*** Opening of RECORDED DATA ***
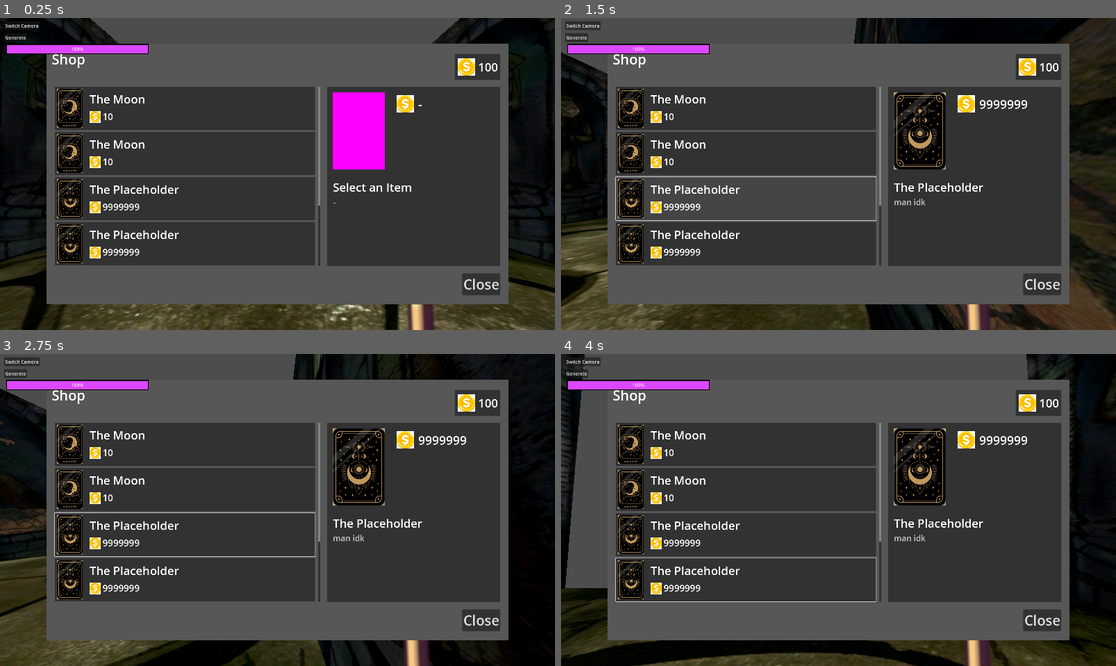
Above: before the commit, frames 1-4 (two rows, left to right).
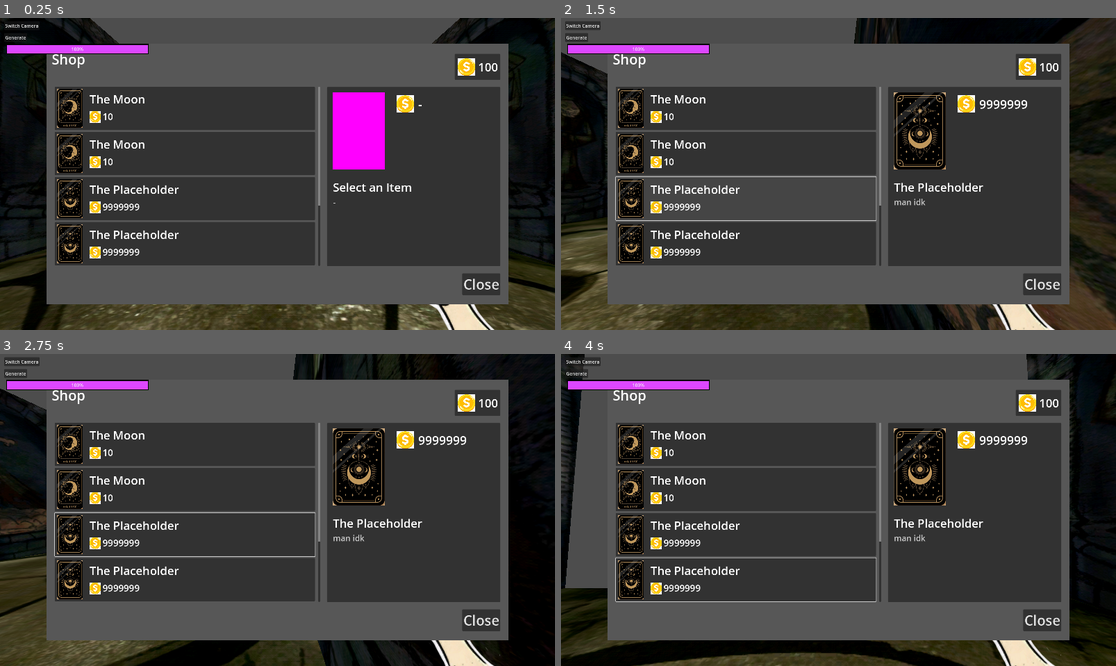
Above: after the commit, the same moments.

Repository: Team-C-623/koven_game
Game: Godot game, scene res://scenes/main3d.tscn
Two runs of this game, one before a commit and one after it. Both use one fixed random seed, a clock stepped at 60 frames per second and the inputs below.
Inputs (mouse positions are in pixels of both pictures, inside the frame that each line leads up to):
- Up to frame 1 (0.25 s): no input
- Up to frame 2 (1.5 s): move the mouse to (960, 158) at 0.52 s; hold D (right) 0.53-1.28 s; click (960, 158) at 0.6 s; move the mouse to (727, 189) at 1.27 s; hold S (down) from 1.28 s (still down); click (727, 189) at 1.35 s
- Up to frame 3 (2.75 s): move the mouse to (333, 441) at 2.02 s; release S (down) at 2.03 s; hold D (right) from 2.03 s (still down); click (333, 441) at 2.1 s
- Up to frame 4 (4 s): move the mouse to (810, 572) at 2.77 s; release D (right) at 2.78 s; hold W (up) 2.78-3.53 s; click (810, 572) at 2.85 s; move the mouse to (1005, 556) at 3.52 s; hold A (left) from 3.53 s (still down); click (1005, 556) at 3.6 s

The runs differ from the first frame. In frame 1, 1.0% of the frame differs, in the area x 73-92%, y 91-100%; in frame 2, 0.9%; in frame 3, 1.0%; in frame 4, 0.9%.

Commit message:
added models

Diff:
--- a/scenes/Rooms/room1.tscn
+++ b/scenes/Rooms/room1.tscn
@@ -1,9 +1,8 @@
-[gd_scene load_steps=6 format=3 uid="uid://na8sbq0ipt4w"]
+[gd_scene load_steps=5 format=3 uid="uid://na8sbq0ipt4w"]
 
 [ext_resource type="Script" path="res://scripts/Room.gd" id="1_plm6k"]
 [ext_resource type="Texture2D" uid="uid://b27ac8hu18orm" path="res://assets/floor.PNG" id="2_u41qk"]
 [ext_resource type="Texture2D" uid="uid://p5as2s81k4op" path="res://assets/wall2.jpg" id="3_peqko"]
-[ext_resource type="PackedScene" uid="uid://ci64337knkfuk" path="res://scenes/enemy_spawner.tscn" id="4_m2qvf"]
 
 [sub_resource type="WorldBoundaryShape3D" id="WorldBoundaryShape3D_vcy58"]
 
@@ -76,6 +75,3 @@
 transform = Transform3D(0.18, 0, 0, 0, 0.18, 0, 0, 0, 0.18, -3, 1.75, 0)
 axis = 0
 texture = ExtResource("3_peqko")
-
-[node name="EnemySpawner" parent="." instance=ExtResource("4_m2qvf")]
-transform = Transform3D(1, 0, 0, 0, 1, 0, 0, 0, 1, -1.59502, 1.12687, 1.21946)
--- a/scenes/enemy.tscn
+++ b/scenes/enemy.tscn
@@ -1,25 +1,33 @@
-[gd_scene load_steps=5 format=3 uid="uid://cwnppb0i13jui"]
+[gd_scene load_steps=6 format=3 uid="uid://cwnppb0i13jui"]
 
 [ext_resource type="Script" path="res://scenes/enemy.gd" id="1_qk4p4"]
+[ext_resource type="Texture2D" uid="uid://dspqlw5k5oycv" path="res://assets/nun.png" id="2_0nqt1"]
 
-[sub_resource type="SphereMesh" id="SphereMesh_7kk5g"]
+[sub_resource type="CapsuleMesh" id="CapsuleMesh_3uryv"]
 
-[sub_resource type="SphereShape3D" id="SphereShape3D_6dv5l"]
+[sub_resource type="CapsuleShape3D" id="CapsuleShape3D_v48x5"]
+radius = 0.192983
+height = 1.17235
 
 [sub_resource type="SphereShape3D" id="SphereShape3D_qkjg1"]
 radius = 0.55
 
 [node name="Enemy" type="CharacterBody3D"]
+transform = Transform3D(0.998603, 0, 0, 0, 0.998603, 0, 0, 0, 0.998603, 0, 0, 0)
 script = ExtResource("1_qk4p4")
 
 [node name="MeshInstance3D" type="MeshInstance3D" parent="."]
-mesh = SubResource("SphereMesh_7kk5g")
+transform = Transform3D(0.581984, 0, 0, 0, 0.618633, 0, 0, 0, 0.135296, 0, 0.0269417, 0)
+visible = false
+mesh = SubResource("CapsuleMesh_3uryv")
 
 [node name="CollisionShape3D" type="CollisionShape3D" parent="."]
 transform = Transform3D(0.0921099, 0, -0.995749, 0, 1, 0, 0.995749, 0, 0.0921099, 0, 0, 0)
-shape = SubResource("SphereShape3D_6dv5l")
+shape = SubResource("CapsuleShape3D_v48x5")
 
 [node name="Sprite3D" type="Sprite3D" parent="."]
+transform = Transform3D(0.04, 0, 0, 0, 0.04, 0, 0, 0, 0.04, 0, 0, 0)
+texture = ExtResource("2_0nqt1")
 
 [node name="RayCast3D" type="RayCast3D" parent="Sprite3D"]
 
--- a/scenes/player_3d.tscn
+++ b/scenes/player_3d.tscn
@@ -30,4 +30,4 @@
 current = true
 
 [node name="Wand" parent="head/PlayerCam" instance=ExtResource("2_ivwlt")]
-transform = Transform3D(0.5, 0, 0, 0, 0.499445, 0.0235444, 0, -0.0235444, 0.499445, 0.201377, -0.195079, -0.217868)
+transform = Transform3D(0.5, 0, 0, 0, 0.499445, 0.0235444, 0, -0.0235444, 0.499445, 0.122612, -0.0816861, -0.217216)
--- a/weapons/wand.tscn
+++ b/weapons/wand.tscn
@@ -1,7 +1,7 @@
 [gd_scene load_steps=6 format=3 uid="uid://chbcgqj40iuj"]
 
 [ext_resource type="Script" path="res://weapons/wand.gd" id="1_76yrt"]
-[ext_resource type="Texture2D" uid="uid://d0co7b3vuhxu6" path="res://weapons/trident.png" id="2_jube2"]
+[ext_resource type="Texture2D" uid="uid://5acfphutde4o" path="res://assets/Right hand (wand) rough.png" id="2_ux4k4"]
 
 [sub_resource type="Animation" id="Animation_3ac5i"]
 length = 0.001
@@ -45,7 +45,8 @@
 script = ExtResource("1_76yrt")
 
 [node name="Weaponmodel" type="Sprite3D" parent="."]
-texture = ExtResource("2_jube2")
+transform = Transform3D(0.02, 0, 0, 0, 0.02, 0, 0, 0, 0.02, 0, 0, 0)
+texture = ExtResource("2_ux4k4")
 
 [node name="AnimationPlayer" type="AnimationPlayer" parent="."]
 libraries = {
@@ -53,5 +54,5 @@
 }
 
 [node name="RayCast3D" type="RayCast3D" parent="."]
-transform = Transform3D(1, 0, 0, 0, 1, 0, 0, 0, 1, 0, 0.136045, 0)
+transform = Transform3D(1, 0, 0, 0, 1, 0, 0, 0, 1, 0.0825844, 0.182099, -0.0490052)
 target_position = Vector3(0, 0, -1)
Binary file added: assets/Right hand (wand) rough.png
Not shown, added: assets/Right hand (wand) rough.png.import
Not shown, added: assets/monk.png.import
Binary file added: assets/nun.png
Not shown, added: assets/nun.png.import
Not shown, added: assets/monk.png
*** Close of RECORDED DATA ***
Every line in the material above that has the word "hand" should be copied.

> _SOLUTION FOR THIS TASK_
+[ext_resource type="Texture2D" uid="uid://5acfphutde4o" path="res://assets/Right hand (wand) rough.png" id="2_ux4k4"]
Binary file added: assets/Right hand (wand) rough.png
Not shown, added: assets/Right hand (wand) rough.png.import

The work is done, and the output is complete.